[Data for this task]

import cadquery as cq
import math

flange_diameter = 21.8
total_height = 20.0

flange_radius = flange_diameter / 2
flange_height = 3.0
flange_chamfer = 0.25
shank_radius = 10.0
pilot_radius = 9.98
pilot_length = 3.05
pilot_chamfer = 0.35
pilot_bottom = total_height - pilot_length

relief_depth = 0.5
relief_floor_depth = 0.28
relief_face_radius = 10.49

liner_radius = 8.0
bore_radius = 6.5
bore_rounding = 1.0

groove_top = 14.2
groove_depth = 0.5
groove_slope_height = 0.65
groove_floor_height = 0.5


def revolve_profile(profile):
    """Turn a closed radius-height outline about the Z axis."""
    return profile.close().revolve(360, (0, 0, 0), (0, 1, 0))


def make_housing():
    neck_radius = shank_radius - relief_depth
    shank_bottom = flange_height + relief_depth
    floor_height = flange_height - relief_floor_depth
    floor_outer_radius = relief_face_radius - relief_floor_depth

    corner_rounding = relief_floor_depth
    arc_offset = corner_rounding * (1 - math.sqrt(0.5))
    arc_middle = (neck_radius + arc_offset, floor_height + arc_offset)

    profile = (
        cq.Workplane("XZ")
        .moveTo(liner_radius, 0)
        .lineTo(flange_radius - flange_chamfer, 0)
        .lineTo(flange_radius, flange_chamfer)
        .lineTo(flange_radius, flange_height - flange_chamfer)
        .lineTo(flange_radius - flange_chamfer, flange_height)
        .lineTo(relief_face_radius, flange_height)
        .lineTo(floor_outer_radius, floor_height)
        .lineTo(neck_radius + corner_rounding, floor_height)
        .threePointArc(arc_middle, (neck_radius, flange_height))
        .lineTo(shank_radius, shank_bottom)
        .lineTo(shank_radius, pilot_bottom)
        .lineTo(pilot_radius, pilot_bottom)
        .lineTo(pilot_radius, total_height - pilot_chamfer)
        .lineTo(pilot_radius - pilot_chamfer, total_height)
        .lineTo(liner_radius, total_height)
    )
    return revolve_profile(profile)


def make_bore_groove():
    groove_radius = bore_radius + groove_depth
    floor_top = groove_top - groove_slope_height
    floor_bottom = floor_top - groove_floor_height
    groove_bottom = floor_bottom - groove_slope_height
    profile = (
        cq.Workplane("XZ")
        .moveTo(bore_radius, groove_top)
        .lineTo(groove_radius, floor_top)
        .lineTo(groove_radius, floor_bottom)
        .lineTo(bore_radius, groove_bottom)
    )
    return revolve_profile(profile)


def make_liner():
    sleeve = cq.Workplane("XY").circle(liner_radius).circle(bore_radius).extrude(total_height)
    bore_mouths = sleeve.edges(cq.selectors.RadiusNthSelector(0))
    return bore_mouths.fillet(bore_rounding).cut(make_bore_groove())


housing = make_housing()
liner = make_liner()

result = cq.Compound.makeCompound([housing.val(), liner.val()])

[/Data for this task]

▶ [Required work]: Write all of the records out exactly, including every line.

▶ [Solution]:
import cadquery as cq
import math

flange_diameter = 21.8
total_height = 20.0

flange_radius = flange_diameter / 2
flange_height = 3.0
flange_chamfer = 0.25
shank_radius = 10.0
pilot_radius = 9.98
pilot_length = 3.05
pilot_chamfer = 0.35
pilot_bottom = total_height - pilot_length

relief_depth = 0.5
relief_floor_depth = 0.28
relief_face_radius = 10.49

liner_radius = 8.0
bore_radius = 6.5
bore_rounding = 1.0

groove_top = 14.2
groove_depth = 0.5
groove_slope_height = 0.65
groove_floor_height = 0.5


def revolve_profile(profile):
    """Turn a closed radius-height outline about the Z axis."""
    return profile.close().revolve(360, (0, 0, 0), (0, 1, 0))


def make_housing():
    neck_radius = shank_radius - relief_depth
    shank_bottom = flange_height + relief_depth
    floor_height = flange_height - relief_floor_depth
    floor_outer_radius = relief_face_radius - relief_floor_depth

    corner_rounding = relief_floor_depth
    arc_offset = corner_rounding * (1 - math.sqrt(0.5))
    arc_middle = (neck_radius + arc_offset, floor_height + arc_offset)

    profile = (
        cq.Workplane("XZ")
        .moveTo(liner_radius, 0)
        .lineTo(flange_radius - flange_chamfer, 0)
        .lineTo(flange_radius, flange_chamfer)
        .lineTo(flange_radius, flange_height - flange_chamfer)
        .lineTo(flange_radius - flange_chamfer, flange_height)
        .lineTo(relief_face_radius, flange_height)
        .lineTo(floor_outer_radius, floor_height)
        .lineTo(neck_radius + corner_rounding, floor_height)
        .threePointArc(arc_middle, (neck_radius, flange_height))
        .lineTo(shank_radius, shank_bottom)
        .lineTo(shank_radius, pilot_bottom)
        .lineTo(pilot_radius, pilot_bottom)
        .lineTo(pilot_radius, total_height - pilot_chamfer)
        .lineTo(pilot_radius - pilot_chamfer, total_height)
        .lineTo(liner_radius, total_height)
    )
    return revolve_profile(profile)


def make_bore_groove():
    groove_radius = bore_radius + groove_depth
    floor_top = groove_top - groove_slope_height
    floor_bottom = floor_top - groove_floor_height
    groove_bottom = floor_bottom - groove_slope_height
    profile = (
        cq.Workplane("XZ")
        .moveTo(bore_radius, groove_top)
        .lineTo(groove_radius, floor_top)
        .lineTo(groove_radius, floor_bottom)
        .lineTo(bore_radius, groove_bottom)
    )
    return revolve_profile(profile)


def make_liner():
    sleeve = cq.Workplane("XY").circle(liner_radius).circle(bore_radius).extrude(total_height)
    bore_mouths = sleeve.edges(cq.selectors.RadiusNthSelector(0))
    return bore_mouths.fillet(bore_rounding).cut(make_bore_groove())


housing = make_housing()
liner = make_liner()

result = cq.Compound.makeCompound([housing.val(), liner.val()])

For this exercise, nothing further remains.